When the sample size is set to 10, the average number of iterations until convergence should be around 15. However, when implementing the algorithm in my code, it takes approximately 225(or more!) iterations to reach convergence. This leads me to suspect that there may be an issue with the while loop in my code, but I'm unable to identify it.
def gen_data(N=10):
size = (N, 2)
data = np.random.uniform(-1, 1, size)
point1, point2 = data[np.random.choice(data.shape[0], 2, replace=False), :]
m = (point2[1] - point1[1]) / (point2[0] - point1[0])
c = point1[1] - m * point1[0]
labels = np.array([+1 if y >= m * x + c else -1 for x, y in data])
data = np.column_stack((data, labels))
return data, point1, point2
class PLA:
def __init__(self, data):
m, n = data.shape
self.X = np.hstack((np.ones((m, 1)), data[:, :2]))
self.w = np.zeros(n)
self.y = data[:, -1]
self.count = 0
def fit(self):
while True:
self.count += 1
y_pred = self.predict(self.X)
misclassified = np.where(y_pred != self.y)[0]

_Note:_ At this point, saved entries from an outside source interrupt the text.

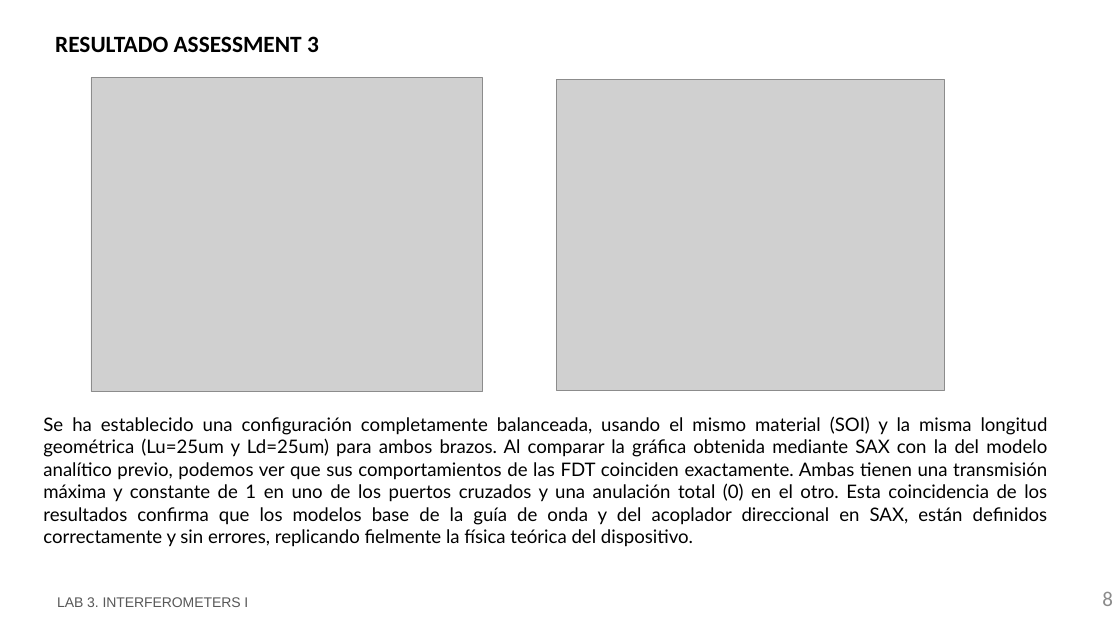
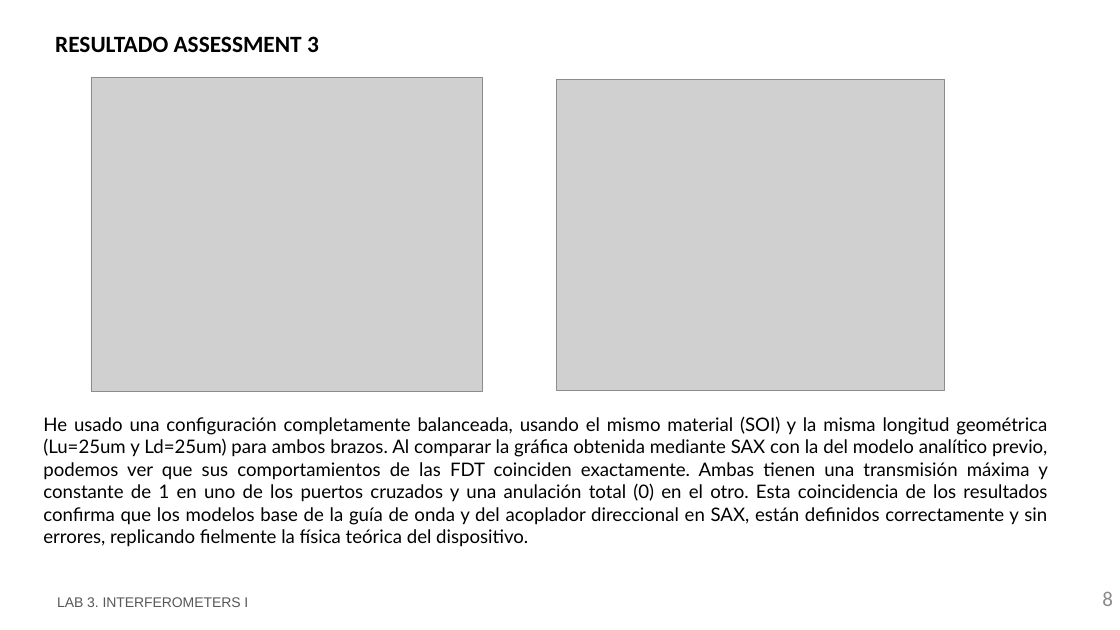
Before and after one commit to MariaJulve/pic-upv-lab3, a slide deck: slide 8 of LabBook_3.pptx. Drawn at 1120x630 pixels with LibreOffice and Linux fonts; fonts in the diff are those of the drawing; grey boxes stand for pictures; background and template pictures are left out. Boxes give left, top, right and bottom in pixels: in the first picture for what was removed or moved away, otherwise in the second. Text is boxed around its words. In the diff, an @@ line names an element or a change of style, - is before the commit and + after.

```diff
--- a/LabBook_3.pptx
+++ b/LabBook_3.pptx
@@ text at <box>43,416,1048,547</box>: text changed @@
-Se ha establecido una configuración completamente balanceada, usando el mismo material (SOI) y la misma longitud geométrica (Lu=25um y Ld=25um) para ambos brazos. Al comparar la gráfica obtenida mediante SAX con la del modelo analítico previo, podemos ver que sus comportamientos de las FDT coinciden exactamente. Ambas tienen una transmisión máxima y constante de 1 en uno de los puertos cruzados y una anulación total (0) en el otro. Esta coincidencia de los resultados confirma que los modelos base de la guía de onda y del acoplador direccional en SAX, están definidos correctamente y sin errores, replicando fielmente la física teórica del dispositivo.
+He usado una configuración completamente balanceada, usando el mismo material (SOI) y la misma longitud geométrica (Lu=25um y Ld=25um) para ambos brazos. Al comparar la gráfica obtenida mediante SAX con la del modelo analítico previo, podemos ver que sus comportamientos de las FDT coinciden exactamente. Ambas tienen una transmisión máxima y constante de 1 en uno de los puertos cruzados y una anulación total (0) en el otro. Esta coincidencia de los resultados confirma que los modelos base de la guía de onda y del acoplador direccional en SAX, están definidos correctamente y sin errores, replicando fielmente la física teórica del dispositivo.
```
Also in this commit, not shown: 1 other slide changed, 3 slides added, 1 other file.

if len(misclassified) == 0:
break
idx = np.random.choice(misclassified)
self.update_weight(idx)
def update_weight(self, idx):
self.w += self.y[idx] * self.X[idx]
def sign(self, z):
return np.where(z > 0, 1, np.where(z < 0, -1, 0))
def predict(self, x):
z = np.dot(x, self.w)
return self.sign(z)
the problem is not in your right loop but in your data generation function.
You choose two points from the N random points to define your decision line:
point1, point2 = data[np.random.choice(data.shape[0], 2, replace=False), :]
Yet they stay afterwards in your dataset so they are labeled 1 and are exactly on your decision line.
If you take two random points that are not in your dataset, then the algorithm should converge in 10 steps approximately from what I tested (just sample N + 2 points and choose the first two to define your decision line, the others for your dataset).
So why is this small difference slowing that much the number of steps needed to converge ?
I would say that because two points in the dataset are on the decision line, it may be hardest to learn a zero error model, especially if others points are close to it as one model update may result in a still not perfect model.
Is it relevent to define your decision line such that no point in your dataset is on it ?
I would say yes as the domain space is continuous.